Actualité

Festival mondial : quand le chant choral devient une aventure intergénérationnelle

Selon Clayton State University, des musiciens de l'université ont encadré des chanteurs de la 6e à la terminale, sous la direction du Dr David Morrow — un dispositif de transmission par les pairs…

Festival mondial : quand le chant choral devient une aventure intergénérationnelle

Un répertoire venu d'Afrique du Sud, de Tchéquie et des États-Unis, appris en deux semaines dans cinq langues différentes: voilà ce qu'ont préparé, cet été à Atlanta, les lycéens et étudiants réunis autour du World Music Festival Choir. Selon Clayton State University, des musiciens de l'université ont encadré des chanteurs de la 6e à la terminale, sous la direction du Dr David Morrow — un dispositif de transmission par les pairs dont les chefs de chœur scolaires peuvent s'inspirer.

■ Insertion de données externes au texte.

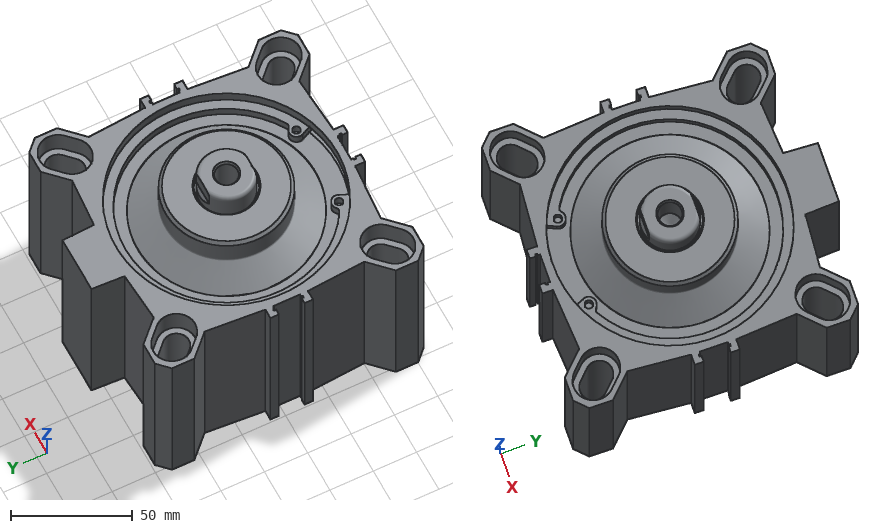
import cadquery as cq
import math

HOUSING_HEIGHT = 80.8
OVERALL_X = 124.0
OVERALL_Y = 131.0
LUG_REACH = OVERALL_X / 2
LUG_WIDTH = 22.0
LUG_CHAMFER = 5.2
NECK_REACH = 52.4
FLOOR_REACH = 54.4
PORT_REACH = OVERALL_Y - LUG_REACH
PORT_ROOT_WIDTH = 27.8
PORT_TIP_WIDTH = 26.2

RIB_REACH = 59.0
RIB_OUTER = 9.8
RIB_HEAD_INNER = 5.9
RIB_BASE_INNER = 6.2
RIB_NOTCH_INNER = 6.8
NOTCH_BOTTOM = 1.0
NOTCH_TOP = 2.0
RIB_SIDES = (0, 180, 270)

SLOT_OFFSET = 49.3
SLOT_WIDTH = 11.4
SLOT_TRAVEL = 6.0
SLOT_RECESS_WIDTH = 17.0
SLOT_RECESS_DEPTH = 11.0
LUG_ANGLES = (45, 135, 225, 315)

RING_DEPTH = 5.1
RING_THICKNESS = 4.2
RING_OUTER_D = 106.2
RING_INNER_D = 93.0
EAR_RADIUS = 3.3
EAR_HOLE_D = 3.5
EAR_BLEND = 2.0
EAR_X = 19.3
EAR_Y = -42.0

COVER_D = 101.7
COVER_FLANGE = 19.6
CONE_BASE_D = 81.9
CONE_STEP = 0.7
CONE_HEIGHT = 7.0
CONE_RIM_ROUND = 0.4
COLLAR_D = 56.0
COLLAR_ROOT_FILLET = 0.7
COLLAR_RISE = 10.7
COLLAR_CHAMFER = 1.5
WIPER_D = 26.9
WIPER_MOUTH_D = 28.0
WIPER_DEPTH = 2.6

ROD_D = 25.0
ROD_TOP = 101.5
ROD_EDGE_RADIUS = 1.8
FLAT_DISTANCE = 11.0
FLAT_LENGTH = 7.2
ROD_HOLE_D = 10.1
ROD_HOLE_MOUTH_D = 11.4
ROD_HOLE_MOUTH_DEPTH = 1.2
ROD_HOLE_DEPTH = 19.6
DRILL_POINT_ANGLE = 118.0

EDGE_MARGIN = 0.1

RING_TOP = HOUSING_HEIGHT - RING_DEPTH
RING_BOTTOM = RING_TOP - RING_THICKNESS
COVER_BOTTOM = RING_BOTTOM - COVER_FLANGE
COLLAR_TOP = HOUSING_HEIGHT + COLLAR_RISE


def turned(profile):
    """Solid of revolution about Z from a closed (radius, z) profile."""
    return cq.Workplane("XZ").polyline(profile).close().revolve(360, (0, 0, 0), (0, 1, 0))


def disc(diameter, bottom, top):
    return cq.Workplane("XY").workplane(offset=bottom).circle(diameter / 2).extrude(top - bottom)


def circle_at(diameter, z):
    """Selects the circular edge of this diameter about Z at height z."""
    radius = diameter / 2 + EDGE_MARGIN
    return cq.selectors.BoxSelector(
        (-radius, -radius, z - EDGE_MARGIN), (radius, radius, z + EDGE_MARGIN), boundingbox=True
    )


def rotated_point(point, degrees):
    angle = math.radians(degrees)
    x, y = point
    return (x * math.cos(angle) - y * math.sin(angle), x * math.sin(angle) + y * math.cos(angle))


def housing_block():
    flank = LUG_WIDTH / 2 * math.sqrt(2)
    tip = LUG_REACH - LUG_CHAMFER
    quarter = [
        (FLOOR_REACH, -RIB_OUTER),
        (FLOOR_REACH, RIB_OUTER),
        (NECK_REACH, NECK_REACH - flank),
        (LUG_REACH, LUG_REACH - flank),
        (LUG_REACH, tip),
        (tip, LUG_REACH),
        (LUG_REACH - flank, LUG_REACH),
        (NECK_REACH - flank, NECK_REACH),
    ]
    outline = [rotated_point(p, turn) for turn in (0, 90, 180, 270) for p in quarter]
    return cq.Workplane("XY").polyline(outline).close().extrude(HOUSING_HEIGHT)


def port_block():
    root_y = NECK_REACH
    outline = [
        (-PORT_ROOT_WIDTH / 2, root_y),
        (PORT_ROOT_WIDTH / 2, root_y),
        (PORT_TIP_WIDTH / 2, PORT_REACH),
        (-PORT_TIP_WIDTH / 2, PORT_REACH),
    ]
    return cq.Workplane("XY").polyline(outline).close().extrude(HOUSING_HEIGHT)


def rail_ribs(side_angle):
    """The pair of ribs on one side; each has a shallow notch facing its partner."""
    profile = [
        (NECK_REACH, RIB_OUTER),
        (RIB_REACH, RIB_OUTER),
        (RIB_REACH, RIB_HEAD_INNER),
        (FLOOR_REACH + NOTCH_TOP, RIB_HEAD_INNER),
        (FLOOR_REACH + NOTCH_TOP, RIB_NOTCH_INNER),
        (FLOOR_REACH + NOTCH_BOTTOM, RIB_NOTCH_INNER),
        (FLOOR_REACH + NOTCH_BOTTOM, RIB_BASE_INNER),
        (NECK_REACH, RIB_BASE_INNER),
    ]
    rib = cq.Workplane("XY").polyline(profile).close().extrude(HOUSING_HEIGHT)
    pair = rib.union(rib.mirror("XZ"))
    return pair.rotate((0, 0, 0), (0, 0, 1), side_angle)


def lug_slot(lug_angle):
    """Through slot with a wider recess at the top, lying along the lug."""
    reach = SLOT_OFFSET * math.sqrt(2)
    through = (
        cq.Workplane("XY").center(reach, 0)
        .slot2D(SLOT_TRAVEL + SLOT_WIDTH, SLOT_WIDTH)
        .extrude(HOUSING_HEIGHT)
    )
    recess = (
        cq.Workplane("XY").workplane(offset=HOUSING_HEIGHT - SLOT_RECESS_DEPTH).center(reach, 0)
        .slot2D(SLOT_TRAVEL + SLOT_RECESS_WIDTH, SLOT_RECESS_WIDTH)
        .extrude(SLOT_RECESS_DEPTH)
    )
    return through.union(recess).rotate((0, 0, 0), (0, 0, 1), lug_angle)


def make_housing():
    body = housing_block().union(port_block())
    for side_angle in RIB_SIDES:
        body = body.union(rail_ribs(side_angle))
    for lug_angle in LUG_ANGLES:
        body = body.cut(lug_slot(lug_angle))
    cover_bore = disc(COVER_D, COVER_BOTTOM, HOUSING_HEIGHT)
    ring_groove = disc(RING_OUTER_D, RING_BOTTOM, RING_TOP)
    return body.cut(cover_bore).cut(ring_groove)


def ring_gap():
    """Wedge at -Y between the ring ends, each edge tangent to an ear and parallel to its radius."""
    ear_distance = math.hypot(EAR_X, EAR_Y)
    along = (EAR_X / ear_distance, EAR_Y / ear_distance)
    start = (EAR_X + along[1] * EAR_RADIUS, EAR_Y - along[0] * EAR_RADIUS)
    end = (start[0] + along[0] * RING_OUTER_D, start[1] + along[1] * RING_OUTER_D)
    outline = [start, end, (-end[0], end[1]), (-start[0], start[1])]
    return (
        cq.Workplane("XY").workplane(offset=RING_BOTTOM)
        .polyline(outline).close().extrude(RING_THICKNESS)
    )


def ear_blend_points():
    """Where the two ear outlines leave the inner edge of the ring."""
    ring_radius = RING_INNER_D / 2
    ear_distance = math.hypot(EAR_X, EAR_Y)
    spread = math.acos(
        (ear_distance**2 + ring_radius**2 - EAR_RADIUS**2) / (2 * ear_distance * ring_radius)
    )
    angle = math.atan2(EAR_Y, EAR_X) + spread
    x = ring_radius * math.cos(angle)
    y = ring_radius * math.sin(angle)
    middle_z = (RING_BOTTOM + RING_TOP) / 2
    return [(-x, y, middle_z), (x, y, middle_z)]


def make_ring():
    ear_centres = [(-EAR_X, EAR_Y), (EAR_X, EAR_Y)]
    plane = cq.Workplane("XY").workplane(offset=RING_BOTTOM)
    band = plane.circle(RING_OUTER_D / 2).circle(RING_INNER_D / 2).extrude(RING_THICKNESS)
    ears = plane.pushPoints(ear_centres).circle(EAR_RADIUS).extrude(RING_THICKNESS)
    ear_holes = plane.pushPoints(ear_centres).circle(EAR_HOLE_D / 2).extrude(RING_THICKNESS)
    ring_body = band.cut(ring_gap()).union(ears)
    for corner in ear_blend_points():
        ring_body = ring_body.edges(cq.NearestToPointSelector(corner)).fillet(EAR_BLEND)
    return ring_body.cut(ear_holes)


def make_cover():
    rim_top = RING_BOTTOM + CONE_STEP
    cone_top = rim_top + CONE_HEIGHT
    body = turned([
        (0, COVER_BOTTOM),
        (COVER_D / 2, COVER_BOTTOM),
        (COVER_D / 2, RING_BOTTOM),
        (CONE_BASE_D / 2, RING_BOTTOM),
        (CONE_BASE_D / 2, rim_top),
        (COLLAR_D / 2, cone_top),
        (COLLAR_D / 2, COLLAR_TOP - COLLAR_CHAMFER),
        (COLLAR_D / 2 - COLLAR_CHAMFER, COLLAR_TOP),
        (0, COLLAR_TOP),
    ])
    body = body.edges(circle_at(COLLAR_D, cone_top)).fillet(COLLAR_ROOT_FILLET)
    body = body.edges(circle_at(CONE_BASE_D, rim_top)).fillet(CONE_RIM_ROUND)
    mouth_chamfer = (WIPER_MOUTH_D - WIPER_D) / 2
    rod_passage = turned([
        (0, COVER_BOTTOM),
        (ROD_D / 2, COVER_BOTTOM),
        (ROD_D / 2, COLLAR_TOP - WIPER_DEPTH),
        (WIPER_D / 2, COLLAR_TOP - WIPER_DEPTH),
        (WIPER_D / 2, COLLAR_TOP - mouth_chamfer),
        (WIPER_MOUTH_D / 2, COLLAR_TOP),
        (0, COLLAR_TOP),
    ])
    return body.cut(rod_passage)


def wrench_flat():
    """Cutter for the flat on the +Y side; its lower end slopes down and out at 45 degrees."""
    flat_bottom = ROD_TOP - FLAT_LENGTH
    outline = [
        (FLAT_DISTANCE, ROD_TOP),
        (FLAT_DISTANCE, flat_bottom),
        (ROD_D / 2, flat_bottom - (ROD_D / 2 - FLAT_DISTANCE)),
        (ROD_D / 2, ROD_TOP),
    ]
    return cq.Workplane("YZ").polyline(outline).close().extrude(ROD_D / 2, both=True)


def rod_hole():
    """Blind hole with a countersunk mouth and a drill point."""
    radius = ROD_HOLE_D / 2
    bottom = ROD_TOP - ROD_HOLE_DEPTH
    point_depth = radius / math.tan(math.radians(DRILL_POINT_ANGLE / 2))
    return turned([
        (0, bottom - point_depth),
        (radius, bottom),
        (radius, ROD_TOP - ROD_HOLE_MOUTH_DEPTH),
        (ROD_HOLE_MOUTH_D / 2, ROD_TOP),
        (0, ROD_TOP),
    ])


def make_rod():
    rod = disc(ROD_D, COVER_BOTTOM, ROD_TOP).faces(">Z").edges().fillet(ROD_EDGE_RADIUS)
    flat = wrench_flat()
    return rod.cut(flat).cut(flat.mirror("XZ")).cut(rod_hole())


housing = make_housing()
ring = make_ring()
cover = make_cover()
rod = make_rod()

result = cq.Compound.makeCompound([body.solids().val() for body in (housing, ring, cover, rod)])

Cinq langues, un même souffle

Apprendre en si peu de temps les phonétiques et les prosodies de cinq idiomes constitue un exercice de polyphonie linguistique rare dans le parcours d'un jeune choriste. Les œuvres sud-africaines, tchèques et américaines mobilisent des ambitus contrastés: les partitions d'Europe centrale sollicitent souvent une voix d'enfant dans le bas de sa tessiture naturelle, tandis que le répertoire africain et certaines pages de la tradition vocale états-unienne ouvrent au contraire sur des aigus que la voix pré-pubère atteint sans forçage. Travailler cet écart, c'est apprendre à doser le souffle, à placer le corps en fonction du registre, à comprendre que la justesse n'est pas un absolu mais une négociation permanente entre le texte et la hauteur. L'effort phonétique, par ailleurs, aiguise l'écoute: percevoir qu'un /r/ roulé tchèque n'a rien à voir avec un /r/ apical français modifie la posture vocale elle-même.

Un tutorat vertical et bienveillant

L'aspect le plus remarquable de cette session ne réside pas seulement dans le programme, mais dans l'encadrement. Les étudiants en musique de Clayton State — Noah Brunson, Christopher Brooks et Shane Abraham — ont servi de mentors aux plus jeunes, répétant avec eux du lundi au jeudi. Le Dr Morrow, chef du Glee Club de Morehouse College, et Pamela Dillard, chanteuse lyrique et pédagogue vocale à Spelman College, supervisaient l'ensemble. Cette stratification — chef d'expérience, étudiants-tuteurs, choristes adolescents — reproduit ce que beaucoup d'écoles rêveraient d'instaurer: un véritable continuum entre la formation initiale et l'exigence du concert. Noah Brunson, qui prépare un diplôme en éducation musicale, a confié qu'il souhaitait devenir professeur de chant choral au lycée: la chaîne de transmission se boucle ainsi d'elle-même, et chaque génération apprend en transmettant.

Ce que nous pouvons en retenir

Pour les chefs de chœur de l'académie de Poitiers, l'expérience atlantienne invite à repenser deux points. D'abord, l'élargissement du répertoire: un chant polyglotte n'est pas un caprice exotique, mais un entraînement précis à l'écoute des autres langues et à la mobilité de la voix — un travail de prosodie comparable à celui qu'on mène, en classe, sur les chansons en langues anciennes. Ensuite, le rôle des grands élèves: loin de les cantonner au pupitre, les associer à la préparation des plus jeunes renforce leur propre investissement et constitue, à terme, un vivier naturel pour les futurs encadrants. Le chœur devient alors ce qu'il n'aurait jamais dû cesser d'être: un lieu d'apprentissage vivant, où la musique se reçoit autant qu'elle se donne.